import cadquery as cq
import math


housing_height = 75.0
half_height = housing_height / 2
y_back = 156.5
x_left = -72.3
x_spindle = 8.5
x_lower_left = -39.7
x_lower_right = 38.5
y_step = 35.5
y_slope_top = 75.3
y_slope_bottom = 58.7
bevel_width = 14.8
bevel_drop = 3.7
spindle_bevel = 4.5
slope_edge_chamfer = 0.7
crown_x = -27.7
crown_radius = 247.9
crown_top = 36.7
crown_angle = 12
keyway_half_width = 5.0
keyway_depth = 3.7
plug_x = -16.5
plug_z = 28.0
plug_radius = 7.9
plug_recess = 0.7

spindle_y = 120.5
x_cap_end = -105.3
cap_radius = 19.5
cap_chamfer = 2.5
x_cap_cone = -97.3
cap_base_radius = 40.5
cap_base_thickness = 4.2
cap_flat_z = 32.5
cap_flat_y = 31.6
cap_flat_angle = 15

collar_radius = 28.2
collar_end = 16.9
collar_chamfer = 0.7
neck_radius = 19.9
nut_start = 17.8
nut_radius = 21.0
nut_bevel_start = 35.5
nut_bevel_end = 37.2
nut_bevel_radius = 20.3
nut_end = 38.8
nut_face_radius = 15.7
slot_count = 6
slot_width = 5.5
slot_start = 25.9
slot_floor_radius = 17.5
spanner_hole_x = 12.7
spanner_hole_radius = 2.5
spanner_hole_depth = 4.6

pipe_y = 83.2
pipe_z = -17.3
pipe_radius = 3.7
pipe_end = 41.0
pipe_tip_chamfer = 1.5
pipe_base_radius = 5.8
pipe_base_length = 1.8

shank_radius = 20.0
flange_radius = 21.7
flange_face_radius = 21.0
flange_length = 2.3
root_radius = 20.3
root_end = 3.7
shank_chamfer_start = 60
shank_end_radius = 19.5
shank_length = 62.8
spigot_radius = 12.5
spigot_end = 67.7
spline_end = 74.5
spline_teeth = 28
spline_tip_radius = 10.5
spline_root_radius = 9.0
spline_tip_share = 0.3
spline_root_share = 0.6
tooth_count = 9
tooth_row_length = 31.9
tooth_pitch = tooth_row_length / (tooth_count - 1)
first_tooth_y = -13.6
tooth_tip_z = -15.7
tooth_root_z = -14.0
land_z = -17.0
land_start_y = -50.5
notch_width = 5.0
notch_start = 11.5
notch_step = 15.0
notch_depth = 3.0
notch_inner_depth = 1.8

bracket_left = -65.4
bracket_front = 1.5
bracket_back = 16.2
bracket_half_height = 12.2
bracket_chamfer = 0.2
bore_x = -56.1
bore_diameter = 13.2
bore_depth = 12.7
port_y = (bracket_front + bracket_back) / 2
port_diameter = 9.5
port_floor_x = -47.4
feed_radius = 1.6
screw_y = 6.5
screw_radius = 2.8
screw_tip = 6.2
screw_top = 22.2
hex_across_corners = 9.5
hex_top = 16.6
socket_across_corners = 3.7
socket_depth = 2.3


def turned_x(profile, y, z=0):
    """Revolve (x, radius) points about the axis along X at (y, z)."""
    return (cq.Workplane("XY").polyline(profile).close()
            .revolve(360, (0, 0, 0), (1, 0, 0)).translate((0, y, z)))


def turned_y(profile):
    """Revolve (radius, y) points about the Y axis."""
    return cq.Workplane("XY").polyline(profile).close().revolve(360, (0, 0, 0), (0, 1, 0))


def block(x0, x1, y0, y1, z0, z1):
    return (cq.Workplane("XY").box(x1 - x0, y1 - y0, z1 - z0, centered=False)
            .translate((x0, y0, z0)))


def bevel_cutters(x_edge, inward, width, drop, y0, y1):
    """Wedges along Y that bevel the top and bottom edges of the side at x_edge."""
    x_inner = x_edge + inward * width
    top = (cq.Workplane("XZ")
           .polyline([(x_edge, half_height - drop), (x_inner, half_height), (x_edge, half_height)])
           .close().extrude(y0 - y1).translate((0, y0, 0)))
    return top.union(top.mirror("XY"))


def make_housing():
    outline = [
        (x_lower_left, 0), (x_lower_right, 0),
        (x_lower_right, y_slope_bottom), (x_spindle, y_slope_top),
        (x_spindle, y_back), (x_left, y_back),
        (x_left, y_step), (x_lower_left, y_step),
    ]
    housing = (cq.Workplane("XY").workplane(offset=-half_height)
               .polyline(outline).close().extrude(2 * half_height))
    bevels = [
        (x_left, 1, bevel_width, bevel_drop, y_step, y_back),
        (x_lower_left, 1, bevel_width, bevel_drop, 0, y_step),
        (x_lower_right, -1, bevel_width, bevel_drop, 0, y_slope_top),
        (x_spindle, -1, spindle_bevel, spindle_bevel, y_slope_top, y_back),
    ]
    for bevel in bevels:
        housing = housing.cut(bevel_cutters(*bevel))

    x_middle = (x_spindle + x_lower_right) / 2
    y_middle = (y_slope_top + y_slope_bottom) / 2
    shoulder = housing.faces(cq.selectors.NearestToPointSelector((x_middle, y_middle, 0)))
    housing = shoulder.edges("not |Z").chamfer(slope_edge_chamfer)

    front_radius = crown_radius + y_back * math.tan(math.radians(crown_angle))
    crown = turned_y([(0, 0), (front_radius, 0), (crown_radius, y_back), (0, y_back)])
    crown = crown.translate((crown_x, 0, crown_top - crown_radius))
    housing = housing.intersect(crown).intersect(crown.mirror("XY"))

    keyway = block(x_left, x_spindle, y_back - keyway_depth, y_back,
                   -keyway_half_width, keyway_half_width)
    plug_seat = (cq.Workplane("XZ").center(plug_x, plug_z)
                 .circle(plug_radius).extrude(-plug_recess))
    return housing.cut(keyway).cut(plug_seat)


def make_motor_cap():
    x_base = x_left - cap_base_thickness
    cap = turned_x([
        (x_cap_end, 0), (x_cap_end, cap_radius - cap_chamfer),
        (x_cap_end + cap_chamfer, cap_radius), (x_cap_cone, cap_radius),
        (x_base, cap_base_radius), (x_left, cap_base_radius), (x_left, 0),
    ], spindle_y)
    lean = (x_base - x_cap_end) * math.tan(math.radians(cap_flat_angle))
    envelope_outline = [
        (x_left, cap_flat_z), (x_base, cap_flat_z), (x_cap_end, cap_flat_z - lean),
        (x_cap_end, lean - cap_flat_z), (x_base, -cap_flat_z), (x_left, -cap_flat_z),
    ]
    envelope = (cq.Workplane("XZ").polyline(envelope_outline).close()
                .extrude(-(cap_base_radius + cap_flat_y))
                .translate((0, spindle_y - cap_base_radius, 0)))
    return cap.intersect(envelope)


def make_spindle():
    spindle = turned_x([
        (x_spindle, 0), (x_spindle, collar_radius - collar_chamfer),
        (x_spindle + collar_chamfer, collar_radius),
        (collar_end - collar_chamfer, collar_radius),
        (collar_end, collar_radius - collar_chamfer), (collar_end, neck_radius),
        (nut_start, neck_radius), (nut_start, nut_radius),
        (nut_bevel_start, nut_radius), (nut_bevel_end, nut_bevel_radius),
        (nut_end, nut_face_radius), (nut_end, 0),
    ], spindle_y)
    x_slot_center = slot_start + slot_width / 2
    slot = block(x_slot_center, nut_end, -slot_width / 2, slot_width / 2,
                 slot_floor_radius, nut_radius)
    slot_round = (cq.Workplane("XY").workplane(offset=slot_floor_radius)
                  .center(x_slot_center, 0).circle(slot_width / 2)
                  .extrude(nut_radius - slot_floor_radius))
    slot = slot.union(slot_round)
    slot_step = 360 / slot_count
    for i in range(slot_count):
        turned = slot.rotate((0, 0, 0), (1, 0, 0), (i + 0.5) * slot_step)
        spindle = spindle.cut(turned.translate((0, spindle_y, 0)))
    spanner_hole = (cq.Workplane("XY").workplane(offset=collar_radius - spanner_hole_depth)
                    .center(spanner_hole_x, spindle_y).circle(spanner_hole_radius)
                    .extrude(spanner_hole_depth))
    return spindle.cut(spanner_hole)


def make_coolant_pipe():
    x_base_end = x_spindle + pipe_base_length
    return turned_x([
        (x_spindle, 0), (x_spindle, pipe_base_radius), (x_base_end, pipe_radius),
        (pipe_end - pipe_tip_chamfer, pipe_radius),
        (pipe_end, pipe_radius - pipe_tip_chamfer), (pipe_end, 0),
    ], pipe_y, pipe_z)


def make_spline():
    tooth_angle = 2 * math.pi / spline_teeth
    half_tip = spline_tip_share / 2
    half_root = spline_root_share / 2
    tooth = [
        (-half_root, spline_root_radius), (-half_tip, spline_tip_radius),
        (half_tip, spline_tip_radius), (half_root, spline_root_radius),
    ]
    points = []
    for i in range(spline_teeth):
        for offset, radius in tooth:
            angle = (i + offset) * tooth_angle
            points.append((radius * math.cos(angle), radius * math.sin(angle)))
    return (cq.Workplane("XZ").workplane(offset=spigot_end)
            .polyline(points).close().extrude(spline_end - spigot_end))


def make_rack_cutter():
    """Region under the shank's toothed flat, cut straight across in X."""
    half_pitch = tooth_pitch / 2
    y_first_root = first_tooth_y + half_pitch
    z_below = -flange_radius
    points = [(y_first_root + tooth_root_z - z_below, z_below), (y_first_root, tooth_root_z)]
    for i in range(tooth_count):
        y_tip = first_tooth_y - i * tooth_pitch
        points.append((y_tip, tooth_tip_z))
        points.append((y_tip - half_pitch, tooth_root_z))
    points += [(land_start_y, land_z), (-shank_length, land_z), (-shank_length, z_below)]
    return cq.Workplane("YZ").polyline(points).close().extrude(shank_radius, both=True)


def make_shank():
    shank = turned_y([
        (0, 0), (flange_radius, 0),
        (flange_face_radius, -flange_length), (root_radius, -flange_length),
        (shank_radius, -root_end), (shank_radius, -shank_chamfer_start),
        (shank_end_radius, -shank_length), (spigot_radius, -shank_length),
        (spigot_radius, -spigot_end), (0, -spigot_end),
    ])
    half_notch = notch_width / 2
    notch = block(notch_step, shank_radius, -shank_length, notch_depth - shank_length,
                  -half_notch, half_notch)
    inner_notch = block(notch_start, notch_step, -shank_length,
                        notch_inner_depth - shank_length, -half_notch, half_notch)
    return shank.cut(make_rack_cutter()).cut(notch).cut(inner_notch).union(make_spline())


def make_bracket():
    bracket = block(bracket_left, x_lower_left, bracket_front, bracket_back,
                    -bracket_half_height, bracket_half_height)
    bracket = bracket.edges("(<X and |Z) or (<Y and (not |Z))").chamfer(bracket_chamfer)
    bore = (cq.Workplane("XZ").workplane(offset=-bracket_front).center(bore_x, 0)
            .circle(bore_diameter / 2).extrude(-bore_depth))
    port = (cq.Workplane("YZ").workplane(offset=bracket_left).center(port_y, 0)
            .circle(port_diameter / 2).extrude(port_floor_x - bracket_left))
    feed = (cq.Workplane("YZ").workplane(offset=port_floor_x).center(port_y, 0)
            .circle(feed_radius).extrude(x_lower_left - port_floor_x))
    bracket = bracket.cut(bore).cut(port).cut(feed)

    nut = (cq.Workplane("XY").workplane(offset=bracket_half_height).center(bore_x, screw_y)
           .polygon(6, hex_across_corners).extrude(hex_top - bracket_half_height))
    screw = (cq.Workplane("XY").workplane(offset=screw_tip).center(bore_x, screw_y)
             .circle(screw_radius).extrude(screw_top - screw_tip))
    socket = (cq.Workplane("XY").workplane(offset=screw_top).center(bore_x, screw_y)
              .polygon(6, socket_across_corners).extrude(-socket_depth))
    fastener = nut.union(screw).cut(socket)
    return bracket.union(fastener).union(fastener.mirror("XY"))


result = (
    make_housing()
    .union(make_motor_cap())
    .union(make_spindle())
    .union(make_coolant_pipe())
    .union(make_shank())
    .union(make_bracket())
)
....
### Assignment
Copy out each line of the records where the word "polygon" appears.

### Result for this task
           .polygon(6, hex_across_corners).extrude(hex_top - bracket_half_height))
              .polygon(6, socket_across_corners).extrude(-socket_depth))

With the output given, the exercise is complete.